The station is about to conduct a fund drive next week. So it seems an appropriate time to talk a bit about public broadcasting. I used to teach Mass Communications Law, read deeply into the history of broadcasting, and remember many of the changes. When I was growing up, New York City was the only place in the country where you could receive seven television stations and many radio stations on both AM and FM dials. We even had competing classical music stations! The contrast was stunning when one drove outside the New York metropolitan area. Often there was a single accessible station. So I think it’s a good time to stop and take note of what has happened.

In most countries, government stations have been used for pure PR on behalf of whichever politicians controlled it. The BBC, organized by the grandfather of a good friend of ours, was the rare exception. It too was quite political – except that Lord Reith didn’t like the incumbent government and fought it – giving the BBC the reputation for independence it has to this day. Elsewhere, government funded trash.

The American airwaves had been organized for political purposes here as well. University broadcasters who had dominated the airwaves in the 1920s were systematically driven off the air in favor of private broadcasters, first by Secretary of Commerce Herbert Hoover, then by the Federal Radio Commission and finally by the FCC or Federal Communications Commission. Many Americans kept pushing for educational broadcasting. Eventually, the Corporation for Public Broadcasting and National Public Radio were the response to that pressure.

When national public broadcasting was first proposed I was leery of it. And I was not alone. Public broadcasting was organized, here, however, with a system of checks and balances. Participants had to be not-for-profit organizations, whether or not affiliated with a university. A large share of the control was placed in the local broadcasters through their ability to buy and air what programs they chose. And advertising was severely limited to what we have come to call underwriting so that broadcasting would be relatively free of commercial influence as well. Even so there have been efforts to control the public broadcasting system for political ends rather than maintain its independence.

I have been delightfully surprised at the result – professional, balanced, penetrating, fair and accurate reporting told in ways we can all understand. Of course I could get the news elsewhere. But not while multitasking – driving, eating, or getting dressed. I’d have to stop, look and read. I couldn’t get the news as easily or as pleasantly. I enjoy and admire the people who bring us the news and interviews, both on national programs and those which originate right here in Albany.

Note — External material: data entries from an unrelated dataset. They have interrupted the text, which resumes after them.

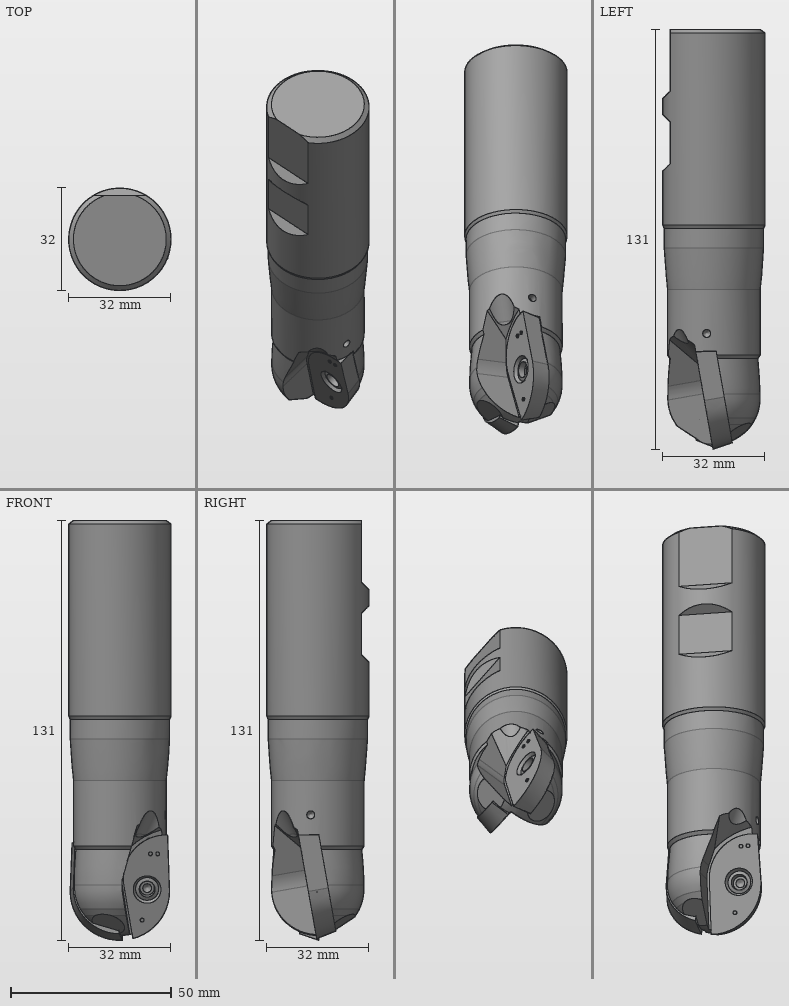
import cadquery as cq
import math

TOTAL_LENGTH = 131.0
SHANK_DIAMETER = 32.0
COLLAR_DIAMETER = 31.0
NECK_DIAMETER = 29.0
TOP_CHAMFER_HEIGHT = 1.2
SHANK_END_Z = 70.0
COLLAR_TOP_Z = 68.9
COLLAR_END_Z = 62.9
NECK_TOP_Z = 49.9
ARC_BULGE = 0.1
NECK_END_Z = 29.5

NOSE_TOP_DIAMETER = 27.5
NOSE_TOP_Z = 28.3
NOSE_CENTER_Z = 16.0
NOSE_ARC_TOP_Z = 17.3
NOSE_BAND_TOP_Z = 9.8
NOSE_BAND_END_Z = 7.7

FLAT_Y = 13.6
TOP_FLAT_END_Z = 111.7
LOWER_FLAT_TOP_Z = 102.0
LOWER_FLAT_END_Z = 89.1

CUTTING_DIAMETER = 31.0
RAKE_ANGLE = 10.0
RAKE_OFFSET = 0.3
INSERT_THICKNESS = 6.3
INSERT_RELIEF_ANGLE = 9.0
INSERT_TOP_U = 14.9
SEAT_OPENING = 1.3
INSERT_BACK_RADIUS = 13.5
OUTER_TIP_U = 4.0
OUTER_BACK_CENTER = (14.5, 19.9)
INNER_TIP_U = -0.8
INNER_BACK_CENTER = (12.7, 17.5)

SCREW_U = 8.5
SCREW_V = 16.1
SEAT_RIM_DIAMETER = 8.6
SEAT_DIAMETER = 7.2
SEAT_DEPTH = 1.0
HEAD_RISE = 0.4
SOCKET_DIAMETER = 5.0
SOCKET_FLOOR_DIAMETER = 4.5
SOCKET_DEPTH = 2.0
DRILL_POINT_DIAMETER = 2.8
DRILL_POINT_DEPTH = 0.8
DIMPLE_DIAMETER = 1.2
DIMPLE_DEPTH = 0.3
DIMPLE_PLACES = [(9.5, 27.4), (11.8, 27.4), (7.0, 6.4)]

WALL_GAP = 0.7
GASH_BEND_V = 19.8
GASH_BEND_RADIUS = 11.8
GASH_SHOULDER = (3.1, 29.5)
GASH_ARC_MIDDLE = (8.3, 33.1)
GASH_ARC_END = (14.4, 35.4)
GASH_DEPTH = 18.3
GASH_TOP_LEAN = 1.2
INNER_GASH_SHIFT = (-2.0, -2.4)
FLUTE_RADIUS = 5.1
FLUTE_START = cq.Vector(9.2, -10.7, 30.4)
FLUTE_DIRECTION = cq.Vector(3.0, -3.0, 6.6)
FLUTE_LENGTH = 26.2
INNER_SIDE_DROP = 3.0

CLEARANCE_Z = -0.8
CLEARANCE_SLOPE_X = 0.33
CLEARANCE_SLOPE_Y = 0.66

COOLANT_DIAMETER = 2.5
COOLANT_DEPTH = 2.6
COOLANT_Y = 2.2
COOLANT_Z = 39.2

rake = math.radians(RAKE_ANGLE)
RAKE_PLANE = cq.Plane(
    origin=(0, -RAKE_OFFSET, 0),
    xDir=(1, 0, 0),
    normal=(0, -math.cos(rake), -math.sin(rake)),
)


def half_turn(shape):
    return shape.rotate((0, 0, 0), (0, 0, 1), 180)


def nose_radius(z):
    """Radius of the spherical nose at height z."""
    return math.sqrt((NECK_DIAMETER / 2) ** 2 - (z - NOSE_CENTER_Z) ** 2)


def turned_blank():
    shank_r = SHANK_DIAMETER / 2
    collar_r = COLLAR_DIAMETER / 2
    neck_r = NECK_DIAMETER / 2
    nose_top_r = NOSE_TOP_DIAMETER / 2
    nose_bottom_z = NOSE_CENTER_Z - neck_r
    taper_mid = ((collar_r + neck_r) / 2 + ARC_BULGE, (COLLAR_END_Z + NECK_TOP_Z) / 2)
    nose_arc_r = nose_radius(NOSE_ARC_TOP_Z)
    flank_mid = ((nose_top_r + nose_arc_r) / 2 + ARC_BULGE, (NOSE_TOP_Z + NOSE_ARC_TOP_Z) / 2)
    band_top = (nose_radius(NOSE_BAND_TOP_Z), NOSE_BAND_TOP_Z)
    ball_mid_z = (NOSE_ARC_TOP_Z + NOSE_BAND_TOP_Z) / 2
    tip_mid_z = (NOSE_BAND_END_Z + nose_bottom_z) / 2
    return (
        cq.Workplane("XZ")
        .moveTo(0, TOTAL_LENGTH)
        .lineTo(neck_r, TOTAL_LENGTH)
        .lineTo(shank_r, TOTAL_LENGTH - TOP_CHAMFER_HEIGHT)
        .lineTo(shank_r, SHANK_END_Z)
        .lineTo(collar_r, COLLAR_TOP_Z)
        .lineTo(collar_r, COLLAR_END_Z)
        .threePointArc(taper_mid, (neck_r, NECK_TOP_Z))
        .lineTo(neck_r, NECK_END_Z)
        .lineTo(nose_top_r, NOSE_TOP_Z)
        .threePointArc(flank_mid, (nose_arc_r, NOSE_ARC_TOP_Z))
        .threePointArc((nose_radius(ball_mid_z), ball_mid_z), band_top)
        .lineTo(nose_radius(NOSE_BAND_END_Z), NOSE_BAND_END_Z)
        .threePointArc((nose_radius(tip_mid_z), tip_mid_z), (0, nose_bottom_z))
        .close()
        .revolve(360, (0, 0, 0), (0, 1, 0))
    )


def clamping_flats():
    """Material removed for the two flats; their ends rise at 45 degrees."""
    rise = SHANK_DIAMETER / 2 - FLAT_Y
    outer_y = FLAT_Y + rise
    profile = (
        cq.Workplane("YZ")
        .polyline([
            (FLAT_Y, TOTAL_LENGTH),
            (FLAT_Y, TOP_FLAT_END_Z),
            (outer_y, TOP_FLAT_END_Z - rise),
            (outer_y, TOTAL_LENGTH),
        ])
        .close()
        .polyline([
            (FLAT_Y, LOWER_FLAT_TOP_Z),
            (FLAT_Y, LOWER_FLAT_END_Z),
            (outer_y, LOWER_FLAT_END_Z - rise),
            (outer_y, LOWER_FLAT_TOP_Z + rise),
        ])
        .close()
    )
    return profile.extrude(SHANK_DIAMETER / 2, both=True)


def insert_blank(tip_u, back_center):
    """Plate with a ball-nose cutting edge, tapering away from its rake face."""
    ball_r = CUTTING_DIAMETER / 2
    center_u, center_v = back_center
    tip_v = ball_r - math.sqrt(ball_r ** 2 - tip_u ** 2)
    mid_angle = math.atan2(tip_v - ball_r, tip_u) / 2
    ball_mid = (ball_r * math.cos(mid_angle), ball_r + ball_r * math.sin(mid_angle))

    reach = math.hypot(center_u - tip_u, center_v - tip_v)
    edge_length = math.sqrt(reach ** 2 - INSERT_BACK_RADIUS ** 2)
    edge_angle = math.atan2(center_v - tip_v, center_u - tip_u) + math.asin(INSERT_BACK_RADIUS / reach)
    tangent = (tip_u + edge_length * math.cos(edge_angle), tip_v + edge_length * math.sin(edge_angle))

    top_angle = math.acos((INSERT_TOP_U - center_u) / INSERT_BACK_RADIUS)
    top_v = center_v + INSERT_BACK_RADIUS * math.sin(top_angle)
    arc_angle = (top_angle + edge_angle + math.pi / 2) / 2
    arc_mid = (
        center_u + INSERT_BACK_RADIUS * math.cos(arc_angle),
        center_v + INSERT_BACK_RADIUS * math.sin(arc_angle),
    )
    return (
        cq.Workplane(RAKE_PLANE)
        .moveTo(tip_u, tip_v)
        .threePointArc(ball_mid, (ball_r, ball_r))
        .lineTo(INSERT_TOP_U, top_v)
        .threePointArc(arc_mid, tangent)
        .close()
        .extrude(-INSERT_THICKNESS, taper=INSERT_RELIEF_ANGLE)
    )


def screw_recess():
    """Ring-shaped recess around a domed screw head, with a drilled socket in the head."""
    floor_w = HEAD_RISE - SEAT_DEPTH
    socket_w = floor_w - SOCKET_DEPTH
    section_plane = cq.Plane(
        origin=RAKE_PLANE.toWorldCoords((SCREW_U, SCREW_V)),
        xDir=RAKE_PLANE.xDir,
        normal=RAKE_PLANE.yDir * -1,
    )
    profile = (
        cq.Workplane(section_plane)
        .polyline([
            (0, 0),
            (SEAT_RIM_DIAMETER / 2, 0),
            (SEAT_DIAMETER / 2, -SEAT_DEPTH),
            (SOCKET_DIAMETER / 2, floor_w),
            (SOCKET_FLOOR_DIAMETER / 2, socket_w),
            (DRILL_POINT_DIAMETER / 2, socket_w),
            (0, socket_w - DRILL_POINT_DEPTH),
        ])
        .close()
    )
    return profile.revolve(360, (0, 0, 0), (0, 1, 0))


def index_dimples():
    return (
        cq.Workplane(RAKE_PLANE)
        .pushPoints(DIMPLE_PLACES)
        .circle(DIMPLE_DIAMETER / 2)
        .extrude(-DIMPLE_DEPTH)
    )


def chip_gash(tip_u, shift):
    """Open space in front of a rake face, with its wall square to that face."""
    shift_u, shift_v = shift

    def moved(point):
        return (point[0] + shift_u, point[1] + shift_v)

    bend = (OUTER_BACK_CENTER[0] - INSERT_BACK_RADIUS - WALL_GAP + shift_u, GASH_BEND_V)
    shoulder = moved(GASH_SHOULDER)
    arc_end = moved(GASH_ARC_END)
    wall_slope = (shoulder[0] - bend[0]) / (shoulder[1] - bend[1])
    far = SHANK_DIAMETER
    wall_start = (tip_u - WALL_GAP, 0)
    space = (
        cq.Workplane(RAKE_PLANE)
        .polyline([
            (wall_start[0], -far),
            wall_start,
            bend,
            (bend[0] + far * wall_slope, bend[1] + far),
            (far, bend[1] + far),
            (far, -far),
        ])
        .close()
        .extrude(GASH_DEPTH)
    )
    bend_middle = RAKE_PLANE.toWorldCoords((bend[0], bend[1], GASH_DEPTH / 2))
    space = space.edges(cq.NearestToPointSelector(bend_middle)).fillet(GASH_BEND_RADIUS)

    rise = GASH_TOP_LEAN * GASH_DEPTH
    lean = RAKE_PLANE.toWorldCoords((rise * wall_slope, rise, GASH_DEPTH)) - RAKE_PLANE.origin
    under_top = (
        cq.Workplane(RAKE_PLANE)
        .moveTo(-far, shoulder[1])
        .lineTo(*shoulder)
        .threePointArc(moved(GASH_ARC_MIDDLE), arc_end)
        .lineTo(far, arc_end[1])
        .lineTo(far, -2 * far)
        .lineTo(-far, -2 * far)
        .close()
    )
    return space.intersect(cq.Workplane(cq.Solid.extrudeLinear(under_top.val(), [], lean)))


def flute(drop):
    """Ball-ended groove that carries chips up and out of the gash."""
    start = FLUTE_START - cq.Vector(0, 0, drop)
    groove = cq.Solid.makeCylinder(FLUTE_RADIUS, FLUTE_LENGTH, start, FLUTE_DIRECTION)
    ball = cq.Workplane("XY").sphere(FLUTE_RADIUS).translate(start)
    return ball.union(cq.Workplane(groove))


def clearance_cut():
    """Wedge below the sloping face that clears the holder behind an insert on the +X side."""
    plane = cq.Plane(
        origin=(0, 0, CLEARANCE_Z),
        xDir=(1, 0, CLEARANCE_SLOPE_X),
        normal=(-CLEARANCE_SLOPE_X, -CLEARANCE_SLOPE_Y, 1),
    )
    span = 4 * SHANK_DIAMETER
    below = cq.Workplane(plane).rect(span, span).extrude(-SHANK_DIAMETER)
    rear = cq.Workplane("XY").box(span, SHANK_DIAMETER, span, centered=(True, False, True))
    return below.intersect(rear)


def coolant_hole(drop):
    """Short hole with a conical bottom, drilled in from the +X side."""
    depth_x = NECK_DIAMETER / 2 - COOLANT_DEPTH
    radius = COOLANT_DIAMETER / 2
    return (
        cq.Workplane("XY", origin=(0, -COOLANT_Y, COOLANT_Z - drop))
        .polyline([(depth_x - radius, 0), (depth_x, radius), (SHANK_DIAMETER, radius), (SHANK_DIAMETER, 0)])
        .close()
        .revolve(360, (0, 0, 0), (1, 0, 0))
    )


def insert(blank):
    """Finished insert with its screw recess and index dimples."""
    return blank.cut(screw_recess()).cut(index_dimples())


def insert_seat(blank):
    """Seat that fits the insert and stays open past its outer flank."""
    return blank.union(blank.translate((SEAT_OPENING, 0, 0)))


def side_cuts(tip_u, gash_shift, drop, blank):
    """Everything cut from the holder for one insert, with that insert on the +X side."""
    return [
        chip_gash(tip_u, gash_shift),
        flute(drop),
        clearance_cut(),
        coolant_hole(drop),
        insert_seat(blank),
    ]


def holder(outer_blank, inner_blank):
    """Turned holder with flats, chip space and a seat for each insert."""
    body = turned_blank().cut(clamping_flats())
    for cutter in side_cuts(OUTER_TIP_U, (0, 0), 0, outer_blank):
        body = body.cut(cutter)
    for cutter in side_cuts(INNER_TIP_U, INNER_GASH_SHIFT, INNER_SIDE_DROP, inner_blank):
        body = body.cut(half_turn(cutter))
    return body


outer_blank = insert_blank(OUTER_TIP_U, OUTER_BACK_CENTER)
inner_blank = insert_blank(INNER_TIP_U, INNER_BACK_CENTER)
outer_insert = insert(outer_blank)
inner_insert = half_turn(insert(inner_blank))
tool_holder = holder(outer_blank, inner_blank)

bodies = [tool_holder, outer_insert, inner_insert]
result = cq.Compound.makeCompound([body.solids().val() for body in bodies])

I do not have a crystal ball. I do not know how all the new forms of communication will affect public radio and who will come out on top. But I know from working in many cities that we have a jewel in this one, a station that has the admiration of people who run public radio stations in much larger places, and it shows in the programming we have. Indeed it shows in the programming that WAMC has maintained in spite of budget cuts. Public radio in general and WAMC in particular are jewels, well worth supporting and protecting.

— This commentary was broadcast on WAMC Northeast Report, May 29, 2012.